What the exercise asks =>
Write out the lines below once more, exactly as they appear. Do not include pictures.

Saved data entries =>
------------------------

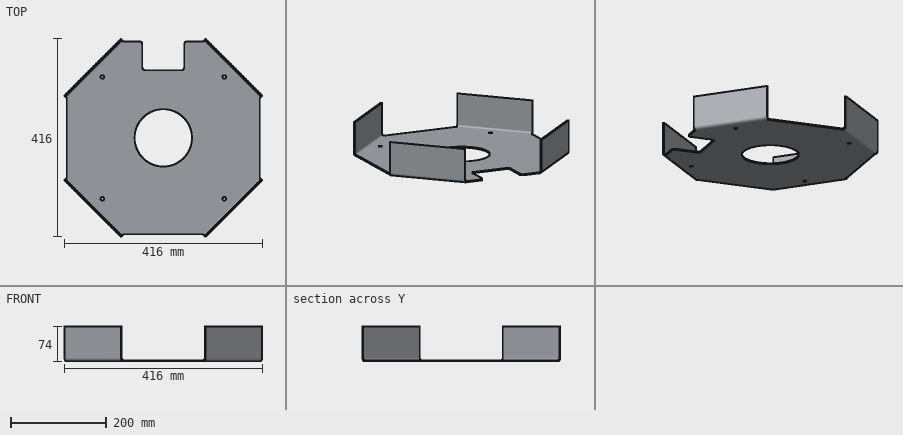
import cadquery as cq
import math

overall_width = 416.0
overall_height = 74.0
plate_width = 406.0
thickness = 3.0
bore_diameter = 120.0
hole_diameter = 7.0
hole_offset = 128.0
notch_width = 87.8
notch_depth = 60.7
notch_radius = 6.2

plate_half = plate_width / 2
flange_half_length = plate_half * math.tan(math.pi / 8)
flange_reach = overall_width / math.sqrt(2) - flange_half_length
outer_bend_radius = flange_reach - plate_half
inner_bend_radius = outer_bend_radius - thickness


def make_plate():
    """Regular octagonal base with flats facing X and Y."""
    circumscribed_diameter = plate_width / math.cos(math.pi / 8)
    return (
        cq.Workplane("XY")
        .polygon(8, circumscribed_diameter)
        .extrude(thickness)
        .rotate((0, 0, 0), (0, 0, 1), 22.5)
    )


def make_flange(angle):
    """Upright wall with a rounded bend, turned to the given angle about Z."""
    diagonal = math.sqrt(0.5)
    bend_x = plate_half
    bend_z = outer_bend_radius
    inner_face = flange_reach - thickness
    profile = (
        cq.Workplane("XZ")
        .moveTo(bend_x, 0)
        .threePointArc(
            (bend_x + outer_bend_radius * diagonal, bend_z - outer_bend_radius * diagonal),
            (flange_reach, bend_z),
        )
        .lineTo(flange_reach, overall_height)
        .lineTo(inner_face, overall_height)
        .lineTo(inner_face, bend_z)
        .threePointArc(
            (bend_x + inner_bend_radius * diagonal, bend_z - inner_bend_radius * diagonal),
            (bend_x, thickness),
        )
        .close()
    )
    flange = profile.extrude(flange_half_length, both=True)
    return flange.rotate((0, 0, 0), (0, 0, 1), angle)


def cut_notch(body):
    """Rectangular notch in the +Y edge, with rounded inner and mouth corners."""
    cutter = (
        cq.Workplane("XY")
        .center(0, plate_half - notch_depth / 2)
        .rect(notch_width, notch_depth)
        .extrude(thickness)
    )
    notch_half = notch_width / 2
    notch_floor = plate_half - notch_depth
    corners = cq.selectors.BoxSelector(
        (-notch_half - notch_radius, notch_floor - notch_radius, 0),
        (notch_half + notch_radius, plate_half + notch_radius, thickness),
    )
    return body.cut(cutter).edges("|Z").edges(corners).fillet(notch_radius)


def cut_holes(body):
    """Central bore and four small holes on the diagonals."""
    body = body.faces("<Z").workplane(origin=(0, 0, 0)).hole(bore_diameter)
    return (
        body.faces("<Z")
        .workplane(origin=(0, 0, 0))
        .rect(2 * hole_offset, 2 * hole_offset, forConstruction=True)
        .vertices()
        .hole(hole_diameter)
    )


result = cut_holes(cut_notch(make_plate()))
for flange_angle in (45, 135, 225, 315):
    result = result.union(make_flange(flange_angle))

------------------------

Answer to this exercise =>
import cadquery as cq
import math

overall_width = 416.0
overall_height = 74.0
plate_width = 406.0
thickness = 3.0
bore_diameter = 120.0
hole_diameter = 7.0
hole_offset = 128.0
notch_width = 87.8
notch_depth = 60.7
notch_radius = 6.2

plate_half = plate_width / 2
flange_half_length = plate_half * math.tan(math.pi / 8)
flange_reach = overall_width / math.sqrt(2) - flange_half_length
outer_bend_radius = flange_reach - plate_half
inner_bend_radius = outer_bend_radius - thickness


def make_plate():
    """Regular octagonal base with flats facing X and Y."""
    circumscribed_diameter = plate_width / math.cos(math.pi / 8)
    return (
        cq.Workplane("XY")
        .polygon(8, circumscribed_diameter)
        .extrude(thickness)
        .rotate((0, 0, 0), (0, 0, 1), 22.5)
    )


def make_flange(angle):
    """Upright wall with a rounded bend, turned to the given angle about Z."""
    diagonal = math.sqrt(0.5)
    bend_x = plate_half
    bend_z = outer_bend_radius
    inner_face = flange_reach - thickness
    profile = (
        cq.Workplane("XZ")
        .moveTo(bend_x, 0)
        .threePointArc(
            (bend_x + outer_bend_radius * diagonal, bend_z - outer_bend_radius * diagonal),
            (flange_reach, bend_z),
        )
        .lineTo(flange_reach, overall_height)
        .lineTo(inner_face, overall_height)
        .lineTo(inner_face, bend_z)
        .threePointArc(
            (bend_x + inner_bend_radius * diagonal, bend_z - inner_bend_radius * diagonal),
            (bend_x, thickness),
        )
        .close()
    )
    flange = profile.extrude(flange_half_length, both=True)
    return flange.rotate((0, 0, 0), (0, 0, 1), angle)


def cut_notch(body):
    """Rectangular notch in the +Y edge, with rounded inner and mouth corners."""
    cutter = (
        cq.Workplane("XY")
        .center(0, plate_half - notch_depth / 2)
        .rect(notch_width, notch_depth)
        .extrude(thickness)
    )
    notch_half = notch_width / 2
    notch_floor = plate_half - notch_depth
    corners = cq.selectors.BoxSelector(
        (-notch_half - notch_radius, notch_floor - notch_radius, 0),
        (notch_half + notch_radius, plate_half + notch_radius, thickness),
    )
    return body.cut(cutter).edges("|Z").edges(corners).fillet(notch_radius)


def cut_holes(body):
    """Central bore and four small holes on the diagonals."""
    body = body.faces("<Z").workplane(origin=(0, 0, 0)).hole(bore_diameter)
    return (
        body.faces("<Z")
        .workplane(origin=(0, 0, 0))
        .rect(2 * hole_offset, 2 * hole_offset, forConstruction=True)
        .vertices()
        .hole(hole_diameter)
    )


result = cut_holes(cut_notch(make_plate()))
for flange_angle in (45, 135, 225, 315):
    result = result.union(make_flange(flange_angle))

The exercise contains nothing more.